# NFL & Deflate Gate-Hype?



## WhatInThe

NFL Deflate Gate-deflating game balls and cheating.

Is deflate gate all hype and a diversion from other NFL issues like injuries and abuse? Has attendance or interest in the NFL peaked out. Lower attendance is expected for Super Bowl. Maybe people are tired of the same team showing up in the finals. But lower attendance could be the beginning of an interest decline.

http://www.kpho.com/story/27874007/experts-predicting-lower-than-normal-super-bowl-attendance

First people stop going to games, then stop buying souvenirs and then omg stop watching, then there goes advertising revenue. Is this what the NFL is trying to avoid?

There was a decline in college bowl attendance this year as well.

http://www.al.com/sports/index.ssf/2015/01/bowl_attendance_drops_4_percen.html

But back to cheating. Many say the games are already fixed, rigged or scripted. Gambling influence has dogged the league for years.

http://bleacherreport.com/articles/118531-the-fix-is-in-are-nfl-football-games-fixed

 IF the NFL & employees have stooped to low levels before why not play a game with low balls, ooops ment reduced air pressure game balls.


----------



## darroll

Kick the whole team out of the super game.
There is too much cheating going on out there folks.


----------



## SeaBreeze

I agree, wasn't it the New England Patriots and their coach Belichick who was caught spying on another team's defensive signals?  http://sports.espn.go.com/nfl/news/story?id=3018338


----------



## Ralphy1

Nothing worse than deflated balls, just ask my dog.


----------



## Pappy

Ralphy1 said:


> Nothing worse than deflated balls, just ask my dog.

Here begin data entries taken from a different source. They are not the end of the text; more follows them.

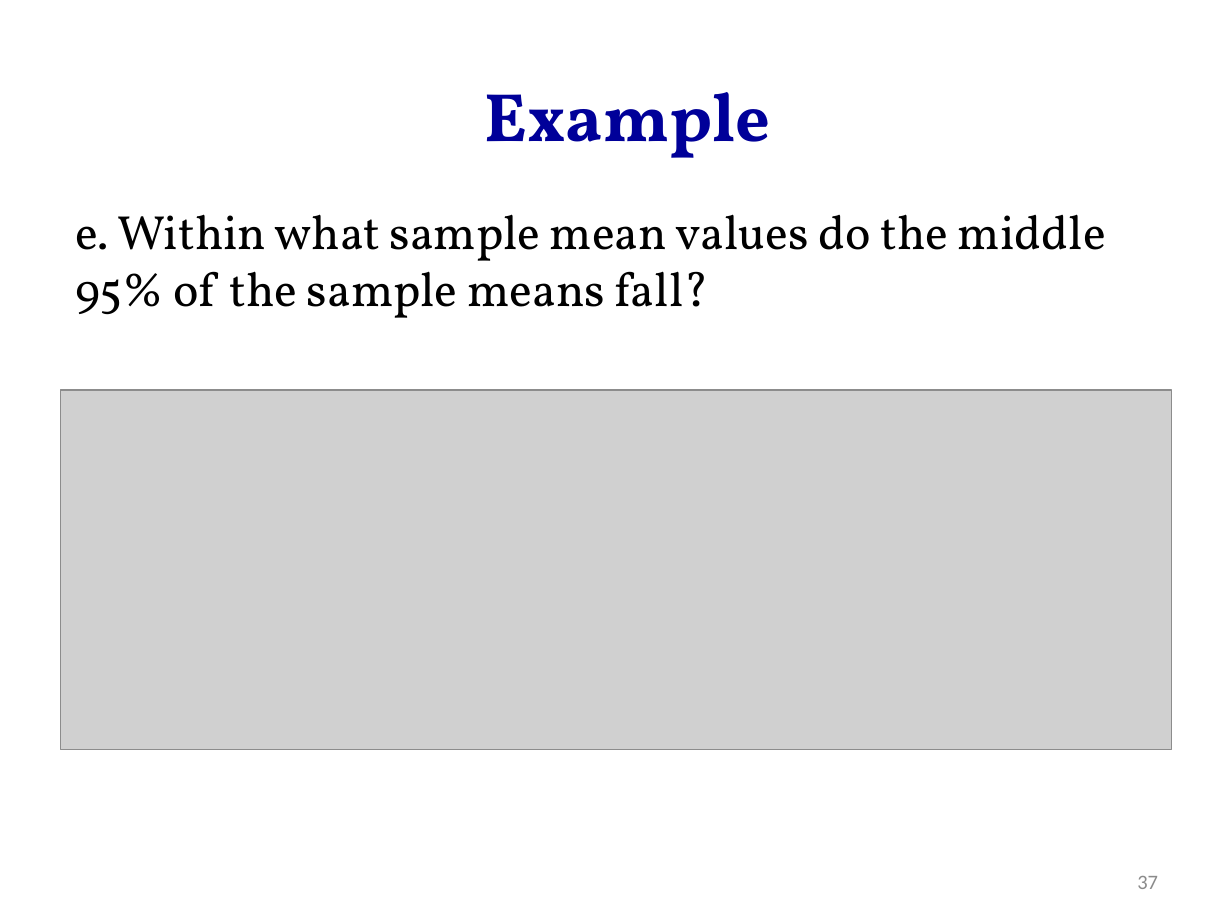
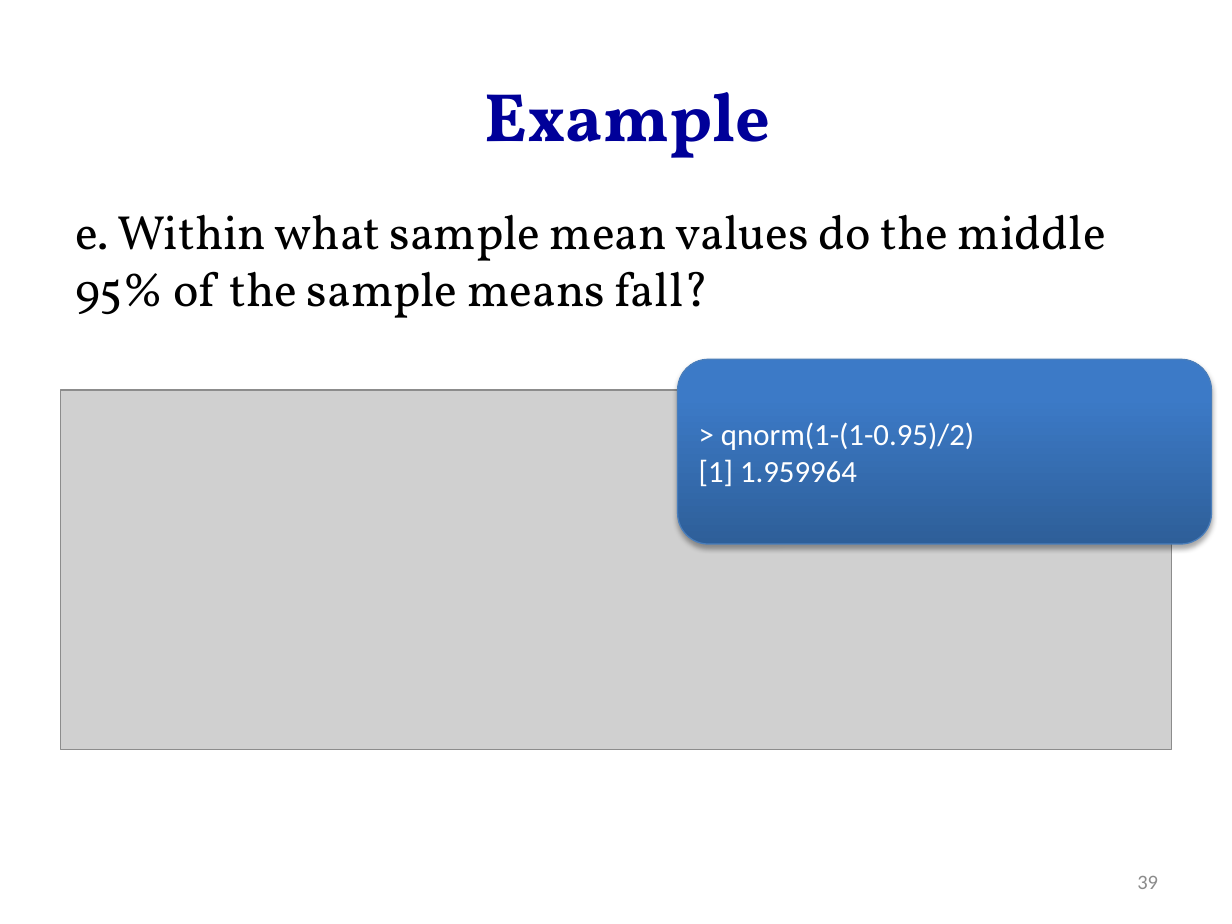
Before and after one commit to hejibo/Psychological-Statistics, a slide deck: slide 39 of Lecture 9_sampling distribution/Lecture 9_sampling distribution.pptx (slide 37 before the commit). Drawn at 1232x924 pixels with LibreOffice and Linux fonts; fonts in the diff are those of the drawing; grey boxes stand for pictures. Boxes give left, top, right and bottom in pixels: in the first picture for what was removed or moved away, otherwise in the second. Text is boxed around its words. In the diff, an @@ line names an element or a change of style, - is before the commit and + after.

```diff
--- a/Lecture 9_sampling distribution/Lecture 9_sampling distribution.pptx
+++ b/Lecture 9_sampling distribution/Lecture 9_sampling distribution.pptx
@@ rounded rectangle added at [678,360,1211,545], fill gradient #2F5F99 to #3D7CC7 to #3A7CCB, outline #4B7EBC 0.75 pt, 18 pt, text #FFFFFF @@
+> qnorm(1-(1-0.95)/2)
+[1] 1.959964
@@ page number at [1137,876,1158,889]: text changed @@
-37
+39
```
Also in this commit, not shown: 3 other slides changed, 6 slides added, 11 other files.

I did ask him Ralphy and he said if he ever gets the chance, he's going to deflate yours. :wink:


----------



## Ralphy1

Hmmm, I wonder how much it would cost to extract his teeth...


----------



## Pappy

:danger:


----------



## WhatInThe

Apparently these balls shrunk lower than my bank account.


----------



## Don M.

SeaBreeze said:


> I agree, wasn't it the New England Patriots and their coach Belichick who was caught spying on another team's defensive signals?  http://sports.espn.go.com/nfl/news/story?id=3018338



Pro Sports always seem to have some sort of "cheating" going on.  Usually it is related to some of the players taking banned drugs, etc.  With the huge sums of money involved in these "sports", it is only natural that the participants are always looking for some way to give themselves an "Edge".  In this case, the solution seems rather simple....the teams should turn their footballs over to a NFL agent prior to the game, for inspection and testing of proper air pressure, etc., and then the officials control the balls throughout the game.  With the many millions of dollars the NFL rakes in during these games, the cost of hiring a "neutral" official to oversee these game balls would seem to be rather insignificant.


----------



## QuickSilver

Didn't someone say "If you aren't cheating you aren't trying"?  

http://www.barrypopik.com/index.php/new_york_city/entry/if_youre_not_cheating_youre_not_trying/


----------



## darroll

I wish that I could have cheated myself thru life.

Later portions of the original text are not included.